Current cage is 65x45cm base, height 75cm. I can't go too much bigger on the base due to space restrictions, but height-wise the taller the better! This one is apparently 80x50cm base, and I'm waiting on the height measurement. I'm hoping it has a large top opening but can't find out what cage it is. 

If I bid for this cage, how much would you spend on it? (I'm UK so give dollars and I'll use the magic of the internet to find out what the f* you are talking about!!)

Thanks xx only got about half an hour left to bid so need to be quick!

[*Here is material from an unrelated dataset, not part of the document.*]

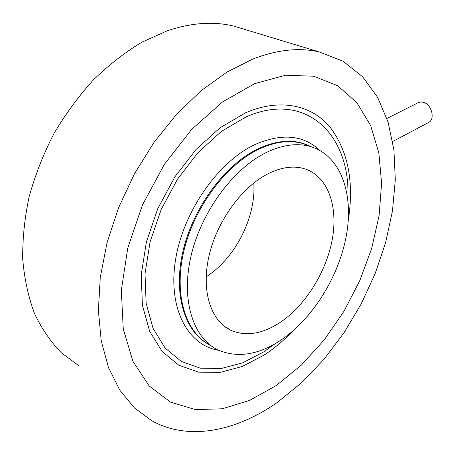<?xml version="1.0" encoding="UTF-8"?>
<svg xmlns="http://www.w3.org/2000/svg" width="455" height="455" viewBox="0 0 455 455"><rect width="100%" height="100%" fill="white"/><g stroke="black" fill="none" stroke-linecap="round" stroke-linejoin="round"><path stroke-width="0.68" d="M386.904 118.476L418.646 102.449L420.972 101.954L423.503 102.335C431.545 104.44 435.395 118.891 428.889 122.327L428.161 122.708M276.321 385.493L249.602 400.423L222.256 408.778L195.462 409.608L170.597 402.157L149.217 386.016L132.928 361.31L123.242 328.857L121.331 290.29L127.781 248.003L142.443 204.989L164.335 164.426L191.777 129.271L222.631 101.863L254.601 83.669L285.558 75.217L313.728 76.235L337.803 85.836L356.925 102.767L370.654 125.597L378.85 152.891L381.591 183.263L379.112 215.448L371.718 248.276L359.797 280.667L343.775 311.584L324.136 340.039L301.426 365.012L276.321 385.493M210.255 345.129C185.674 332.912 173.423 294.863 183.905 250.876C194.285 206.923 226.448 164.357 259.305 148.984C275.429 141.556 290.051 139.776 303.178 143.638L310.469 146.493M279.791 340.869C312.431 319.444 338.981 276.657 346.431 235.15C353.842 193.75 340.818 155.803 310.856 146.646C297.769 142.807 283.152 144.65 267.017 152.169C233.864 167.861 201.332 211.393 191.037 255.966C180.635 300.584 193.403 338.634 218.423 350.134C237.402 358.068 257.86 354.98 279.791 340.869M268.461 173.548C242.134 186.55 216.807 221.193 208.919 256.33C200.951 291.496 211.126 321.583 231.305 330.506C245.842 336.421 261.614 334.061 278.608 323.431C304.611 306.812 326.155 272.653 332.258 239.461C338.349 206.331 328.01 176.307 304.736 168.845C293.896 165.512 281.804 167.076 268.461 173.548M277.527 402.243L301.819 382.536L324.136 359.126L344.031 332.736L361.134 304.054L375.108 273.739L385.647 242.464L392.472 210.91L395.31 179.799L393.916 149.923L388.081 122.139L377.656 97.398L362.595 76.73L343.007 61.215L319.205 51.933C299.288 47.326 277.158 49.692 252.832 59.042L226.999 72.044L201.303 90.545L176.682 114.171L154.091 142.244L134.447 173.833L118.562 207.764L107.039 242.754L100.265 277.448L98.371 310.56L101.249 340.971L108.563 367.742L119.819 390.202L134.418 407.919L151.697 420.704C188.916 441.447 236.748 431.033 277.527 402.243M245.455 29.643L233.375 25.992C213.099 21.186 191.003 22.807 167.082 30.86L141.841 42.23C125.04 52.302 108.921 64.832 93.474 79.824C78.687 96.073 65.486 114.046 53.866 133.742C43.379 154.137 35.143 175.13 29.148 196.719C24.553 218.292 22.42 239.239 22.75 259.566C24.462 279.199 28.398 297.217 34.557 313.626C41.837 328.885 50.789 341.95 61.408 352.824L78.994 365.86M206.149 276.794C235.411 258.184 256.142 217.143 253.81 182.967M210.449 345.277C185.447 333.538 172.667 295.568 182.961 251.296C193.153 207.07 225.504 164.039 258.605 148.58C277.425 140.043 294.015 138.991 308.371 145.418L310.89 146.652M218.798 350.31C188.08 345.544 167.764 308.922 175.471 260.294C182.978 211.74 218.485 161.28 255.374 144.377C281.958 133.008 303.428 135.004 319.785 150.36M275.048 343.775L264.019 351.715L242.737 362.817L221.175 368.516L200.308 368.186L181.232 361.395L165.102 348.029L153.062 328.362L146.123 303.172L145.02 273.745L150.087 241.844L161.161 209.567L177.541 179.116L198.084 152.533L221.318 131.489L245.66 117.111C307.102 89.55 351.192 136.54 347.808 198.824M292.94 330.933C283.96 340.3 274.422 348.302 264.315 354.94L242.401 366.44L220.169 372.395L198.625 372.15L178.889 365.246L162.168 351.533L149.655 331.286L142.409 305.282L141.209 274.86L146.419 241.844L157.874 208.424L174.839 176.898L196.128 149.405L220.192 127.679L245.376 112.885C279.888 97.893 311.294 104.974 329.818 126.826C348.16 150.884 354.303 182.148 348.246 220.612M428.889 122.327L392.671 141.511M309.008 145.799L311.004 146.686M310.856 146.646L303.178 143.638M224.184 326.201L231.305 330.506M319.205 51.933L233.375 25.992"/></g></svg>

http://www.ebay.co.uk/itm/300795008...l?_sacat=0&_from=R40&_nkw=300795008039&_rdc=1


----------



## vickivixen (Oct 15, 2012)

Oooh is it this http://www.cagesworld.co.uk/p/Ferplast_Furat_Black_Cage.htm ?? Would anyone recommend? Top looks brill!


----------



## Acquien (Oct 12, 2012)

That's the exact same one that I have and it's pretty good, my rats are liking it, I'd say it's a great starter!


----------



## vickivixen (Oct 15, 2012)

Oh my god, my heart is racing! Left it right til the last few seconds and kept getting outbid and in the excitement I kept going higher and higher. £47 including delivery isn't too bad is it? With all the accessories in the bottom too. A far cry from cutting new doors in my old cage though...oh jeez what have I done??! Lol

Just seen your thread Acquien...I suppose I'd have done just as well getting it from Pets at Home! What's the the bar spacing?


----------



## Acquien (Oct 12, 2012)

You won it? Awesome! Ah but you got it a lot cheaper and with more accessories so I think you've got a good deal there! Didn't say anything about holes or anything in it did it? Then there's no worries. I can't find the bar spacing details anywhere and I don't have a ruler! Haha, nothing to worry about anyway.


----------



## vickivixen (Oct 15, 2012)

Yeah I did - wooo! I shouldn't have gone for it really - got a freebie one at home. God I'm so silly actually - oops! 

So are the bars are ok for a baby? I can't wait to have reasonable doors, but suddenly thought...does it mean you can't hang stuff off the top??


----------



## Acquien (Oct 12, 2012)

I'm not too sure about a baby considering I don't have baby rats, but I should think so. Oh and you can definitely hang stuff from the top, we have a hammock hanging from the top of ours.


----------



## laurali (May 20, 2012)

Bar spacing should be fine for babies
Laura XXX


----------